驚いた表情を作っていた顔の筋肉はどれも緊張を解き、ただこちらを見上げている目からも先ほどまでのような感情は読み取れない。

自分は何かまずいことを言ってしまったのだろうか。

「ウイ?」

名前を呼ばれたことで何度か瞬きをした彼女の様子を見て、先ほどまでそれすらせずに彼女が固まっていたことに気付いた。

「あ、ごめんごめん。そうだよねえ。」

何事もなかったかのようにように笑顔を浮かべるウイ。
彼女のこの顔には正直嫌いだ。
何かを取り繕う時の、触れられたくない所から相手を遠ざけるための、そんな笑顔だ。

ウイがそれ飲みたい、とタンブラーを指差すものだから
サイドテーブルに置かれたそれに仕方なく手を伸ばすと
その間に彼女は体を起こしてしまっていた。

ありがとうとお礼を良いながらそれに口をつけ、やっぱこれ美味しいねとニコニコ笑うウイ。

先ほどまでのことは夢だったのかと思うほど、
焦りも驚きも微塵も感じられない彼女の様子。

感情に素直だった彼女は、殻に閉じ籠ってしまったようだ。

「でもロー!ああいうことはダメって前にも言ったでしょ?」
「アイツは嫌でも、俺は嫌じゃねえんだろ。」


この流れはダメだ。
彼女は自分を遠ざけようとしている。


「ロイが、キス下手だったんだよ。きっと。」


チャラ男ヤリチンのローさんにはそりゃ敵いませんわとヘラヘラ笑いながらバシバシ肩を叩かれる。


「おい。俺もそろそろ怒るぞ。」


自分でも驚くほど低い声が出た。
ウイは俺の気持ちに気付いている。
分かっていて、それを遠ざけようとしている。


「やだなぁ。自分の普段の行いを恨みなさいよ。」


口ではまだ怒っていないと言いつつも、既に苛立っているこの感情は恐らく顔にも出ているだろう。
しかしウイはそれに気付かないふりをして笑って誤魔化そうとしている。



確かにこれまで、顔も人数すらも覚えていない程の女を抱いてきた。

でもウイが好きだと自覚してからは、むしろ彼女と出会ってからは、
一度もそれをしていない。

そんなことを言われる謂れはない。

そういえばこれって何入ってるのとタンブラーを持ちながらきょとんとこちらを向くウイ。
確実に話題を逸らそうとしているウイに

お前は、俺の気持ちまで見なかったことにするつもりなのかと

怒りと焦りが入り交じったような感情が沸き上がる。


「俺はお前のことが好「ローはこれから先女の人仲間にする気はないの?」


なかったことにされたくなくて、否定でも拒絶でも良いから
彼女の本当の気持ちが聞きたくて

彼女が同じ気持ちではなければ言わまいと決めたはずの言葉がつい、口から溢れてしまった。

でも、それすらも
ウイは自分の言葉でかきけしてしまう。


「私以外で、だよ?女の人は仲間にしないの?」


ウイは困ったように、眉を少し下げながら
でもやはり笑っている。

自分の告白をかき消されたことに苛立ちを感じて黙っていると、どうなのと言いたげな彼女の視線がまとわりつく。

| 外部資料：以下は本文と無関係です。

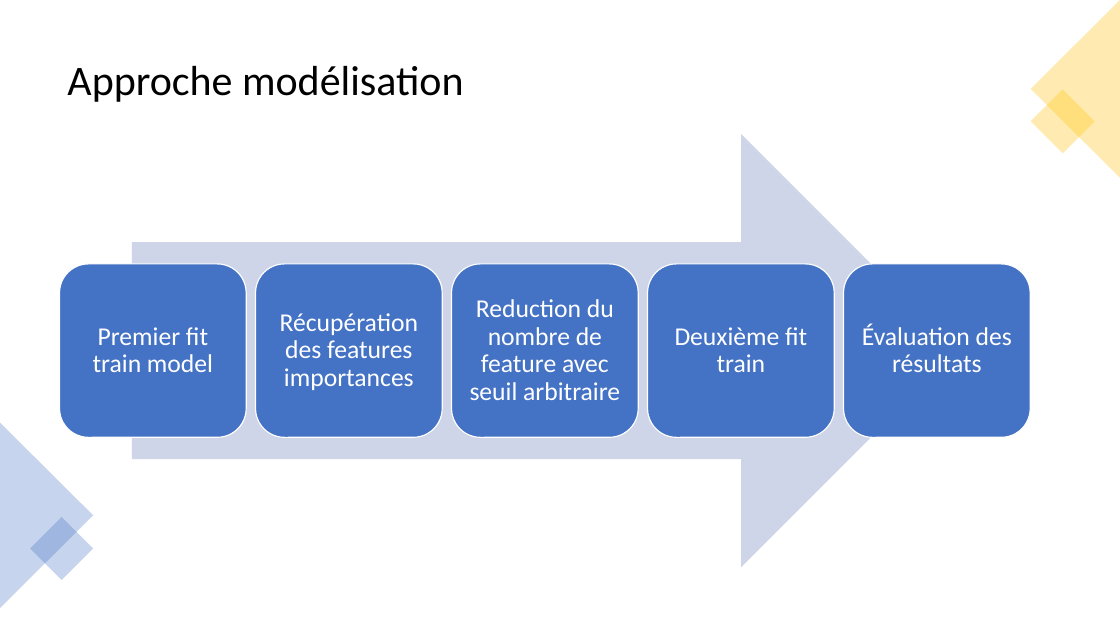
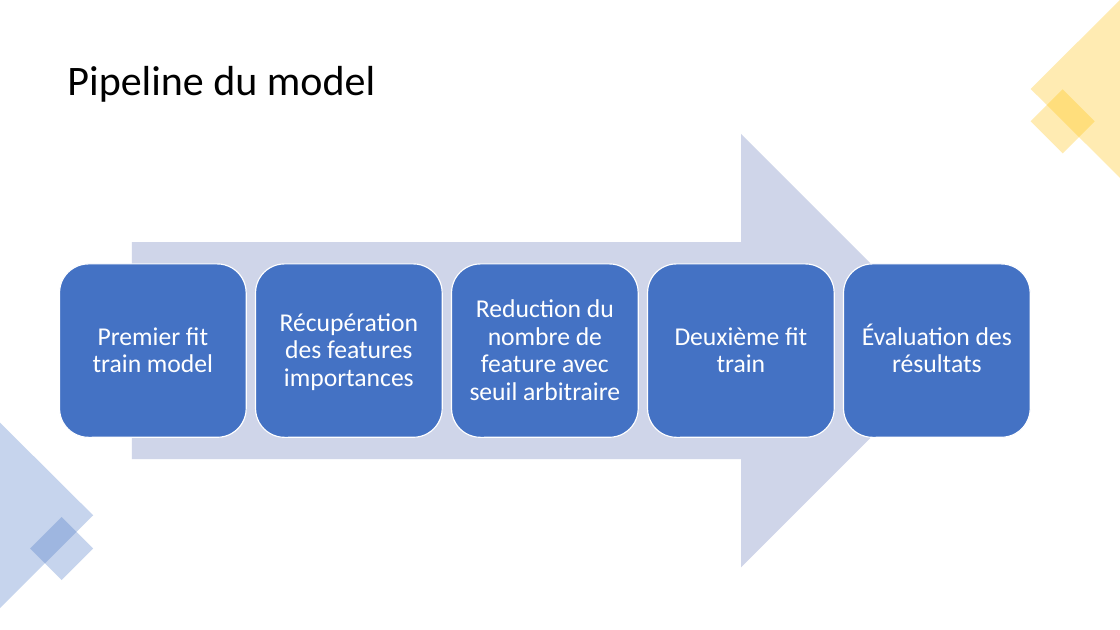
Before and after one commit to Blisk11/project_7, a slide deck: slide 8 of documents/P7_03_présentation.pptx. Drawn at 1120x630 pixels with LibreOffice and Linux fonts; fonts in the diff are those of the drawing. Boxes give left, top, right and bottom in pixels: in the first picture for what was removed or moved away, otherwise in the second. Text is boxed around its words. In the diff, an @@ line names an element or a change of style, - is before the commit and + after.

```diff
--- a/documents/P7_03_présentation.pptx
+++ b/documents/P7_03_présentation.pptx
@@ title at (67, 66, 375, 102): text changed @@
-Approche modélisation
+Pipeline du model
```
Also in this commit, not shown: 4 other files.
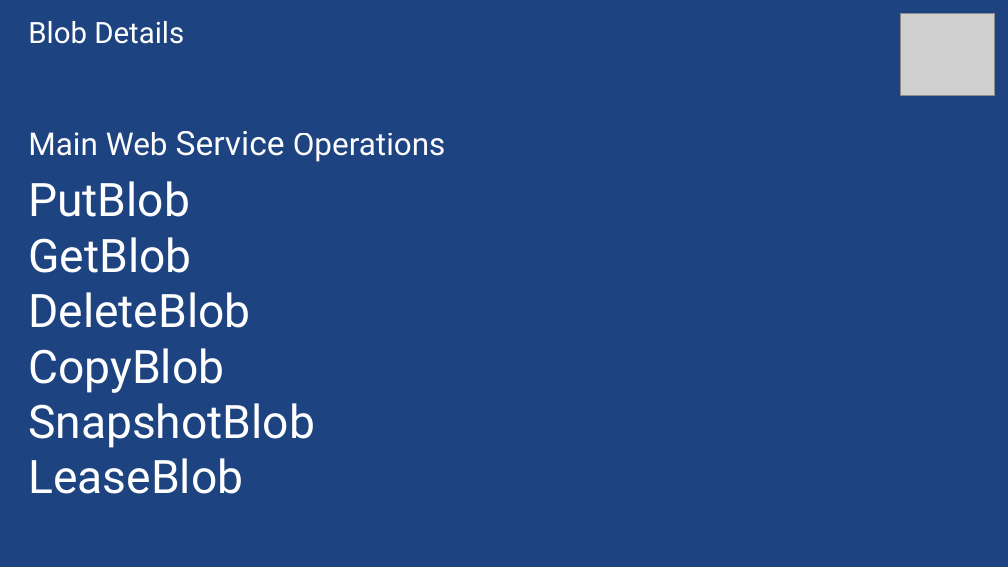
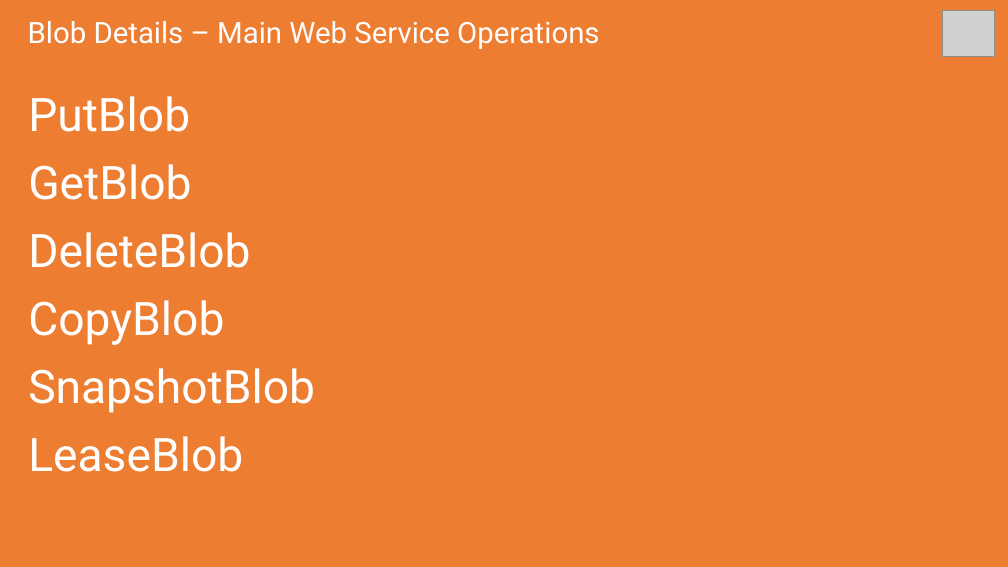
Before and after one commit to sack212/BasicAzureCamp, a slide deck: slide 6 of Data-Storage/Data-Storage.pptx (slide 5 before the commit). Drawn at 1008x567 pixels with LibreOffice and Linux fonts; fonts in the diff are those of the drawing; grey boxes stand for pictures. Boxes give left, top, right and bottom in pixels: in the first picture for what was removed or moved away, otherwise in the second. Text is boxed around its words. In the diff, an @@ line names an element or a change of style, - is before the commit and + after.

```diff
--- a/Data-Storage/Data-Storage.pptx
+++ b/Data-Storage/Data-Storage.pptx
@@ background #1D4380 to #ED7D31 @@
@@ text "PutBlob": place and size @@
-text "PutBlob" at <box>28,181,315,494</box>
+text "PutBlob" at <box>28,96,315,472</box>
@@ text "PutBlob" at <box>28,96,315,472</box>: more space between paragraphs; vertical alignment top to middle @@
@@ title at <box>28,21,600,49</box>: text changed @@
-Blob Details
+Blob Details – Main Web Service Operations
@@ picture: place and size @@
-picture at <box>901,14,995,96</box>
+picture at <box>942,11,995,57</box>
@@ text removed at <box>28,131,446,162</box> @@
-Main Web Service Operations
```
Also in this commit, not shown: 42 other slides changed, 25 slides added, 2 slides removed, 12 other files.

「男だけに拘るつもりはねえよ。仲間にしてえと思った奴がいれば、それが男だろうと女だろうと関係ねえ。」


脈絡のない質問ではあったが、実際そう考えているのでそれを素直に口にした。
ウイはその言葉を聞いて、一度目を伏せたものの
しっかりとこちらを向き直して口を開く。


「じゃあいつか、女の人が仲間になったとき、ローはその人にもこういうことするの?」
「だからそういうんじゃねえって言ってるだろ!!!」


さっきからどうにも自分の気持ちを違う方向に持っていこうとしている彼女に腹が立ち、
こんなに大声を出したのは久しぶりではないかと思うほどに声を荒立てた。
その声量にびくりと肩を震わせたものの
ウイはふにゃりと笑いながらそっかと呟いた。


「私ね、断っちゃったけど、ローが私のことを仲間だって思ってくれてるのが凄く嬉しいんだ。」


宙に目線を漂わせながらそう話すウイの様子は、いつかソニアが昔話を自分にした時のそれを思い出させた。


「ローは、凄く仲間想いじゃない?だから私も、ローにとって特別なんだっていうことが凄く嬉しい。」


そういう、ことか。
仲間にならないくせに、
随分と都合の良いところだけ仲間という言葉を使うものだ。



destruct at reality.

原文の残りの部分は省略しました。